Normalement, le rapport glycorachie:glycémie est de l'ordre de 0,6 et sauf en cas d'hypoglycémie sévère, la glycorachie est habituellement > 50 mg/dL (> 2,78 mmol/L).

L'hyperprotéinorachie (> 50 mg/dL) est un marqueur sensible mais peu spécifique; une augmentation des protéines > 500 mg/dL est observée (entre autres) en cas de méningite purulente, de méningite tuberculeuse avancée, de compression médullaire ou de ponction traumatique. Le dosage des Ig (normalement < 15%), la recherche de bandes oligoclonales et de la protéine basique de la myéline aident au diagnostic de maladie démyélinisante.

Coloration, examen et culture du LCR

Si l'on suspecte une infection, le sédiment centrifugé du LCR est coloré à la recherche de bactéries (coloration de Gram), pour la tuberculose (acido-résistante ou immunofluorescence), et pour Cryptococcus sp (encre de Chine). Le recueil de grandes quantités de liquide (10 mL) augmente les chances de retrouver des pathogènes, notamment certains bacilles et certains champignons acido-résistants, à la fois par les colorations et les cultures. Dans une méningite à méningocoques en début d'évolution ou en cas de leucopénie sévère, la protéinorachie peut être trop basse pour que les bactéries adhèrent sur la lame au cours de la coloration de Gram, donnant un résultat faussement négatif. L'addition d'une goutte d'un sérum stérile au sédiment de LCR permet d'éviter ce problème. Lorsqu'on suspecte une méningo-encéphalite hémorragique, on utilise un montage humide pour la recherche d'amibes. Le test d'agglutination au latex et les tests de coagglutination peuvent permettre une identification rapide des bactéries, notamment lorsque les colorations et les cultures sont négatives (p. ex., méningite décapitée). Le LCR doit être mis en culture aérobie et anaérobie et pour recherche de bacilles et de champignons acido-résistants.

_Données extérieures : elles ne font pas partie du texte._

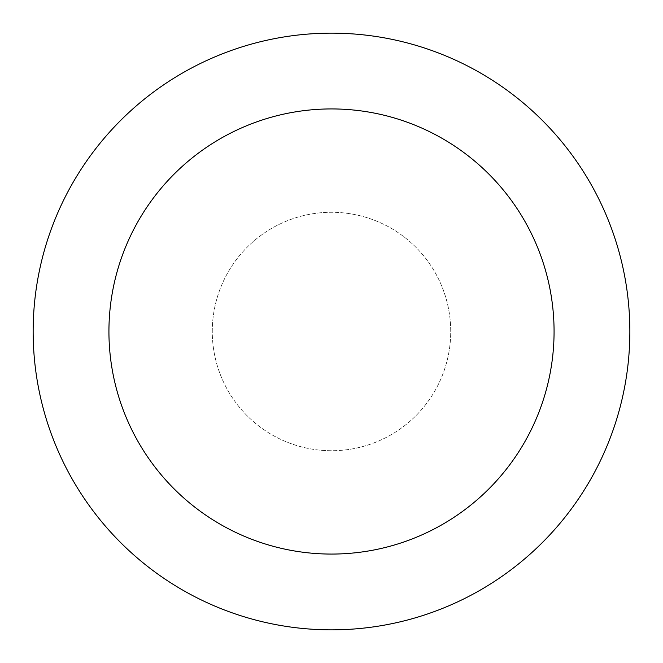 <?xml version="1.0" encoding="UTF-8"?>
<svg xmlns="http://www.w3.org/2000/svg" width="663" height="663" viewBox="0 0 663 663"><rect width="100%" height="100%" fill="white"/><g stroke="black" fill="none" stroke-linecap="round" stroke-linejoin="round"><path stroke-width="0.5" stroke-dasharray="3.31 2.49" d="M212.276 331.5A119.224 119.224 0 0 1 331.5 212.276A119.224 119.224 0 0 1 450.724 331.5A119.224 119.224 0 0 1 331.5 450.724A119.224 119.224 0 0 1 212.276 331.5A119.224 119.224 0 0 1 331.5 212.276A119.224 119.224 0 0 1 450.724 331.5A119.224 119.224 0 0 1 331.5 450.724A119.224 119.224 0 0 1 212.276 331.5M33.15 331.5A298.35 298.35 0 0 1 331.5 33.15A298.35 298.35 0 0 1 629.85 331.5A298.35 298.35 0 0 1 331.5 629.85A298.35 298.35 0 0 1 33.15 331.5"/><path stroke-width="0.99" d="M554.069 331.5A222.569 222.569 0 0 0 331.5 108.931A222.569 222.569 0 0 0 108.931 331.5A222.569 222.569 0 0 0 331.5 554.069A222.569 222.569 0 0 0 554.069 331.5M33.15 331.5A298.35 298.35 0 0 1 331.5 33.15A298.35 298.35 0 0 1 629.85 331.5A298.35 298.35 0 0 1 331.5 629.85A298.35 298.35 0 0 1 33.15 331.5"/></g></svg>
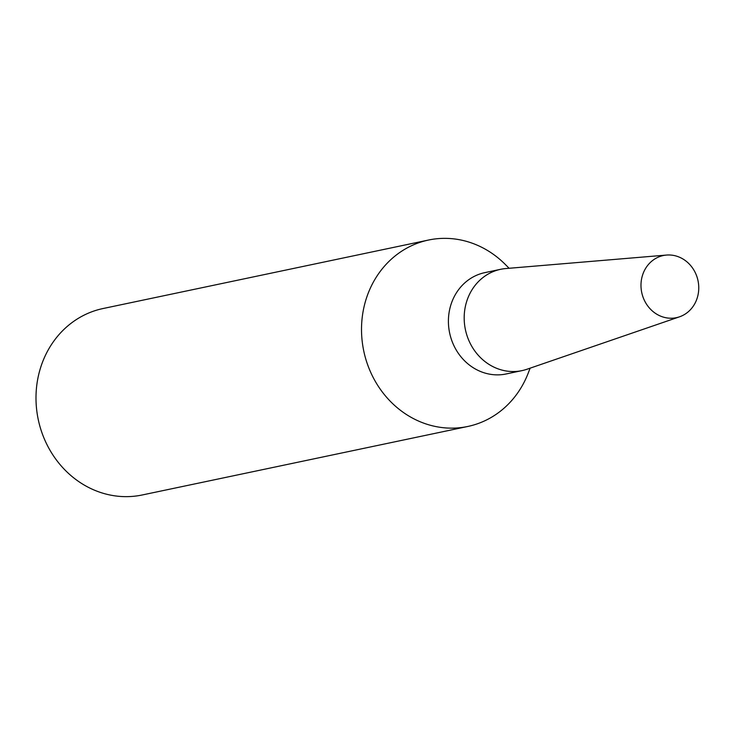 <?xml version="1.0" encoding="UTF-8"?>
<svg xmlns="http://www.w3.org/2000/svg" width="735" height="735" viewBox="0 0 735 735"><rect width="100%" height="100%" fill="white"/><g stroke="black" fill="none" stroke-linecap="round" stroke-linejoin="round"><path stroke-width="1.1" d="M506.231 268.514A51.772 46.884 78.1 0 0 500.627 269.304L484.852 272.63A51.772 46.884 78.1 0 0 448.819 328.049A51.772 46.884 78.1 0 0 497.218 374.868A51.772 46.884 78.1 0 0 506.176 373.959L521.951 370.633A51.772 46.884 78.1 0 0 527.399 369.099M500.627 269.304A51.772 46.884 78.1 0 0 464.594 324.723A51.772 46.884 78.1 0 0 512.993 371.552A51.772 46.884 78.1 0 0 521.951 370.633M509.098 268.275L505.524 264.664A95.256 86.261 78.1 0 0 445.033 238.351A95.256 86.261 78.1 0 0 428.569 240.033A95.256 86.261 78.1 0 0 362.272 341.995A95.256 86.261 78.1 0 0 451.327 428.147A95.256 86.261 78.1 0 0 467.8 426.465A95.256 86.261 78.1 0 0 528.3 372.902L530.119 368.171M428.569 240.033L103.038 308.535A95.256 86.261 78.1 0 0 36.75 410.498A95.256 86.261 78.1 0 0 125.804 496.649A95.256 86.261 78.1 0 0 142.268 494.967L467.8 426.465M666.526 255.063L505.827 268.551A51.772 46.884 78.1 0 0 464.318 321.838A51.772 46.884 78.1 0 0 512.993 371.542A51.772 46.884 78.1 0 0 527.013 369.236L679.517 316.813A31.752 28.757 78.1 0 0 698.25 281.928A31.752 28.757 78.1 0 0 668.822 254.971A31.752 28.757 78.1 0 0 666.526 255.063A31.752 28.757 78.1 0 0 641.067 287.743A31.752 28.757 78.1 0 0 670.926 318.237A31.752 28.757 78.1 0 0 679.517 316.813"/></g></svg>

À l'exception des entérovirus, on retrouve rarement des virus dans le LCR. Des groupes de tests d'Ac antiviraux sont disponibles.

Le test du VDRL (Venereal Disease Research Laboratories) et la recherche de l'Ag cryptococcique sont souvent effectués systématiquement. Des tests PCR pour le virus herpes simplex et d'autres pathogènes du SNC sont disponibles.